19. The process according to claim 14, characterized in that a plurality of nonlinear crystals (Ci) and (Ci+1) is provided, which are all aligned according to the main direction of propagation of the radiation, and at least one optical actuator is interposed between at least two of them; said process envisages that the relative phase between the fundamental electromagnetic field and the second harmonic field at the inlet of every nonlinear crystal is controlled by means of said optical actuator.
20. The process according to claim 19, characterized in that it comprises a step of interposing between said nonlinear crystals (Ci) and (Ci+1) a focusing element (F) for focusing the radiation in the nonlinear crystal located after said focusing element according to the main direction of propagation of the radiation.
21. The process according to claim 20, wherein said focusing element (F) is produced with a lens made of birefringent material so that the index of refraction is the same for the electromagnetic fields (Eω) and (E2ω): nω=n2a; the process comprises adjusting the temperature of the lens (Tlens) so as to enable not only focusing of the radiation in the SHG crystal, but also control over the phase shift Δφ=φω−φ2ω in order to implement the function of said phase actuator.
22. The process according to claim 14, wherein at least one of said nonlinear crystals (Ci) and (Ci+‘) has at least one optical aperture cut with a radius of curvature such as to focus the optical fields entering the crystal or collimate the optical fields exiting the crystal.

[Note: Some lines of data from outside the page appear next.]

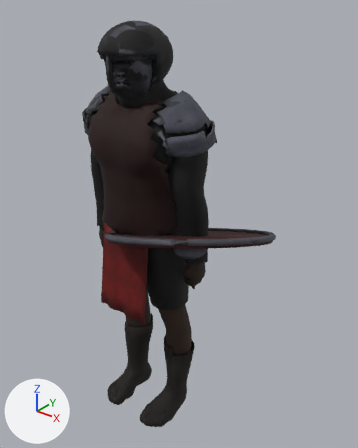
The glTF model game/models/cast/kknight.glb as it was, and as the next commit left it.
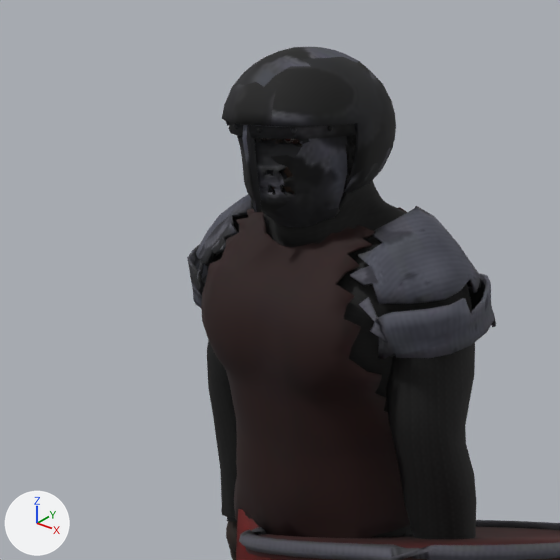
The first picture shows the older version from a 50 mm camera at (1.446, -1.59, 2.089) aimed at (0.142, 0.04, 1.079). The close-ups show the older and then the newer version on the part from 0% to 68% of the width and 0% to 55% of the height of that picture. Only the edits that show in the close-ups are written down. Lighting does not change. The marker at lower left points along +X, +Y and +Z. Vertices at exactly the same position are counted once.

Objects in the first close-up: 'aventail', 'helm', 'pauldron_l', 'pauldron_r', 'shield', 'shirt', 'tabard' and 3 more.
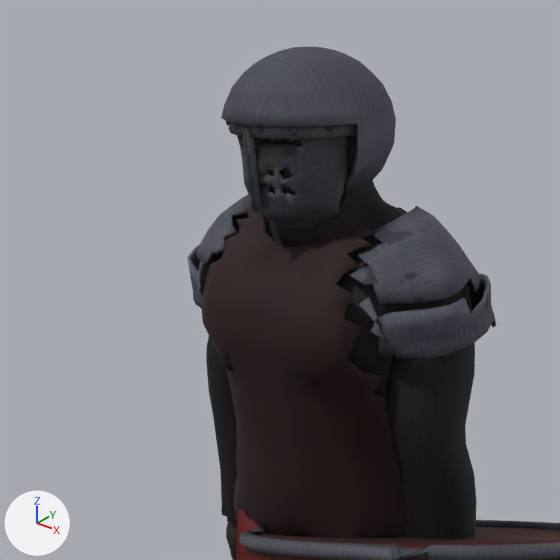
Scene script edits in JSON lines:
```json
{"block": "me_dome", "where": "# used by ob_helm; location = (0.0, 0.0, 0.0)"}
{"op": "remove", "block": "me_dome", "code": "me_dome.from_pydata(...)  # 2014 vertices, 3964 faces; spans x -0.143..0.143, y -0.223..0.103, z 1.662..1.958"}
{"op": "add", "block": "me_dome", "code": "me_dome.from_pydata(...)  # 1869 vertices, 3701 faces; spans x -0.143..0.143, y -0.223..0.103, z 1.662..1.958"}
{"block": "me_dome", "change": "me_dome part 1: 69 vertices moved from x -0.111..0.111, y -0.207..0.098, z 1.682..1.855 to x -0.118..0.118, y -0.207..0.1, z 1.68..1.855; 816 vertices removed from x -0.131..0.141, y -0.223..0.101, z 1.664..1.903; 734 vertices added at x -0.124..0.139, y -0.223..0.099, z 1.666..1.895"}
{"block": "me_dome", "change": "me_dome part 2: 4 vertices removed from x 0.06..0.064, y -0.068..-0.04, z 1.938..1.943; 2 vertices added at x 0.061..0.064, y -0.054, z 1.939..1.944"}
{"block": "me_dome", "change": "me_dome part 3: 1516 kept faces spanning x -0.143..0.143, y -0.22..0.103, z 1.662..1.958 get new texture (UV) coordinates"}
{"block": "me_dome", "change": "other edits to the shape of me_dome do not show in these pictures"}
```

Changed parts and their boxes (x1, y1, x2, y2) in the close-ups (560 x 560 px; the box of a moved part takes in the faces that stretch with it):
```json
{"object": "helm", "change": "reshaped", "before": [222, 47, 396, 229], "after": [221, 47, 396, 229]}
{"part": 1, "of": "me_dome", "change": "moved or reshaped", "before": [222, 74, 396, 227], "after": [221, 74, 396, 227]}
{"part": 2, "of": "me_dome", "change": "moved or reshaped", "before": [309, 50, 357, 66], "after": [309, 50, 357, 66]}
{"part": 3, "of": "me_dome", "change": "surface changed", "before": [224, 47, 395, 213], "after": [224, 47, 395, 213], "on screen": "lighter"}
```

23. The process according to claim 22, wherein at least one of said nonlinear crystals (Ci) and (Ci+‘) has both optical apertures cut with a radius of curvature such as to focus and / or collimate the optical fields.
24. The process according to claim 14, characterized in that it is implemented without the use of a resonance chamber or optical resonators or without the use of a resonant optical cavity.
25. The process according to claim 14, characterized in that the actuator is configured to control the relative phase between the fundamental radiation and the second harmonic when they travel along the same optical path.
26. An apparatus for the generation of a second harmonic radiation from a fundamental radiation, comprising:one or more nonlinear crystals, arranged in series along a direction of propagation of the fundamental radiation, that satisfy the condition of second harmonic generation through noncritical phase matching, wherein the electromagnetic fields of the fundamental and of the second harmonic of the radiation are made to pass several times through said nonlinear crystal if a single nonlinear crystal has been provided, or said fundamental radiation being made to pass at least once through said nonlinear crystals if several nonlinear crystals have been provided;an optical phase actuator, positioned along the direction of propagation of the fundamental radiation, and passing through it both said fundamental radiation and said second harmonic radiation; said optical actuator being configured to control the relative phase Δφ=φω−φ2ω present between a fundamental electromagnetic field (Eω) with an angular frequency (ω) of the fundamental radiation and a second harmonic electromagnetic field (E2ω) with an angular frequency (2ω) derived from the fundamental radiation as a result of the passage of the latter through said one or more nonlinear crystals, and also passing through said optical phase actuator,characterised in that said optical phase actuator is configured to vary its parameters according to what is defined in one or more of the preceding claims.